New Algorithm Optimally Divvies up Tasks for Human-Robot Teams


The Robotics Institute at Carnegie Mellon University created a new algorithmic planner that allocates jobs between people and robots in the most efficient way possible.

Determining who will perform specific activities as robots increasingly join people on the manufacturing floor, in warehouses, and everywhere on the job becomes more complicated and important. Some vocations require people, while others require robots. In certain circumstances, it's better to invest now in educating a robot to perform a task rather than later.

The Robotics Institute (RI) at Carnegie Mellon University has created an algorithmic planner to assist humans and robots distribute duties.

"Act, Delegate, or Learn" (ADL) is a planner that evaluates a list of responsibilities and determines how to best allocate them. Three inquiries were made by the researchers: When is it appropriate for a robot to take action in order to finish a task? When is it appropriate to entrust a work to a human? When is it appropriate for a robot to master a new skill?

“There are costs associated with the decisions made, such as the time it takes a human to complete a task or teach a robot to complete a task and the cost of a robot failing at a task,” Shivam Vats, the principal researcher and a Ph.D. student at the RI, explained.
“Given all those costs, our system will give you the optimal division of labor.”

The team's findings might be useful in manufacturing and assembly facilities, package sorting, or any other setting where people and robots interact to execute several tasks. Researchers used situations where humans and robots had to put blocks into a peg board and arrange elements of various shapes and sizes made of LEGO bricks to evaluate the planner.

A robot stacks LEGO bricks during simulations of the ADL planner. Robotics Institute researchers have developed an algorithmic planner that helps delegate tasks to humans and robots.
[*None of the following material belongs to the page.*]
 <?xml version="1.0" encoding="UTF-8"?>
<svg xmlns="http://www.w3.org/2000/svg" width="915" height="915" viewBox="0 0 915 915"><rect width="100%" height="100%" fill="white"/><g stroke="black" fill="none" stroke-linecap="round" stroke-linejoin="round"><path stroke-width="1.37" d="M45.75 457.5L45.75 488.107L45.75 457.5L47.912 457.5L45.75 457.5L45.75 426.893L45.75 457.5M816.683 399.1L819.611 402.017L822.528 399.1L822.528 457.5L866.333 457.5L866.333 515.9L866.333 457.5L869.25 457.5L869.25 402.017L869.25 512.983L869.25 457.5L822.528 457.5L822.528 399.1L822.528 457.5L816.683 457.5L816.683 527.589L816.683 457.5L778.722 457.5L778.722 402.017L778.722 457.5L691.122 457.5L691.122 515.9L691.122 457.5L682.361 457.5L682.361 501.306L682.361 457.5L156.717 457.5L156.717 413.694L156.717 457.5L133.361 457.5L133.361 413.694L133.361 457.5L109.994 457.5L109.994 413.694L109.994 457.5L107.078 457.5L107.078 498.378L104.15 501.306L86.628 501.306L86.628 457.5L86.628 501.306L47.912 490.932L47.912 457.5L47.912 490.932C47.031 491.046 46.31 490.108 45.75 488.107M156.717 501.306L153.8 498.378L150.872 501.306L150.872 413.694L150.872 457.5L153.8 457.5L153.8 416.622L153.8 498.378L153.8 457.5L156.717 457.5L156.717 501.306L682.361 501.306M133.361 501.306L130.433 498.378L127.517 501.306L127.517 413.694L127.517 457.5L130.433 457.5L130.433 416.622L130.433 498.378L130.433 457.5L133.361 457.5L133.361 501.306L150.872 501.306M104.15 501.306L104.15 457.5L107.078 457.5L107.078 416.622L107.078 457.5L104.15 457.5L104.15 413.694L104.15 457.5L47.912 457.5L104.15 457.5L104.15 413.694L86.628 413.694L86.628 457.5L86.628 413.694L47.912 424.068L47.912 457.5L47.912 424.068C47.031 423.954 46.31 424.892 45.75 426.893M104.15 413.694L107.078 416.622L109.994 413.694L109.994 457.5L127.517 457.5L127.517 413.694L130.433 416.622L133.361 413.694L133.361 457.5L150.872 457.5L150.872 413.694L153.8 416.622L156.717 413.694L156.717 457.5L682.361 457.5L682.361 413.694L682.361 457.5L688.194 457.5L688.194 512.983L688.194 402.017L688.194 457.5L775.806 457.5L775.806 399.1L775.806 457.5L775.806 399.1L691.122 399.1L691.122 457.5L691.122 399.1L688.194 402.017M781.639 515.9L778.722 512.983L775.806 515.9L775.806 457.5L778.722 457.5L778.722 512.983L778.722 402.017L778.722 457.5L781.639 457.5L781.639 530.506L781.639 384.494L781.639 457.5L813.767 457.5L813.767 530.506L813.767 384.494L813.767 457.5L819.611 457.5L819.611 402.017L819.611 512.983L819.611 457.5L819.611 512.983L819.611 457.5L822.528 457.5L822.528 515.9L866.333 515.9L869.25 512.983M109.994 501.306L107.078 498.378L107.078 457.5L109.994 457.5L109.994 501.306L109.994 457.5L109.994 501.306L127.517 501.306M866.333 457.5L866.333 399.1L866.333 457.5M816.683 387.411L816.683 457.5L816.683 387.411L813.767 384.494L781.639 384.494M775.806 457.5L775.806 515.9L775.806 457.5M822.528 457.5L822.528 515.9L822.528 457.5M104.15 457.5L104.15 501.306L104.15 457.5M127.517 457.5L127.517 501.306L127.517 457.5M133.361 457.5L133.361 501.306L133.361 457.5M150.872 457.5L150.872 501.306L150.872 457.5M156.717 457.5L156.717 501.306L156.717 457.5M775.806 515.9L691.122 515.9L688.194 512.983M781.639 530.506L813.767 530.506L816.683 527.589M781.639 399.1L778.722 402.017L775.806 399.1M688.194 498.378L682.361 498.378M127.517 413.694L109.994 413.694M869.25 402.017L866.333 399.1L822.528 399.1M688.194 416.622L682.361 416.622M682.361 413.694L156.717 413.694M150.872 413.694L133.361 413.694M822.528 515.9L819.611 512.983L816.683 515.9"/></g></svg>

Even when robots are part of the team, using algorithms and software to decide how to delegate and divide labor is not new. However, this is one of the first studies to include robot learning into its reasoning.

“Robots aren’t static anymore,” Vats stated. “They can be improved and they can be taught.”

A human would often manually move a robotic arm in manufacturing to educate the robot how to execute a task. Teaching a robot takes time and requires a significant initial investment. However, if the robot can acquire a new talent, it may be advantageous in the long term. Determining whether it is preferable to train a robot vs assigning the duty to a human is part of the challenge. This necessitates the robot predicting what additional tasks it will be able to do after learning a new one.

Given this data, the planner turns the issue into a mixed integer program — an optimization program often used in scheduling, production planning, and network design — that can be solved quickly using commercial software. In every case, the planner outperformed standard models and cut task completion costs by 10% to 15%.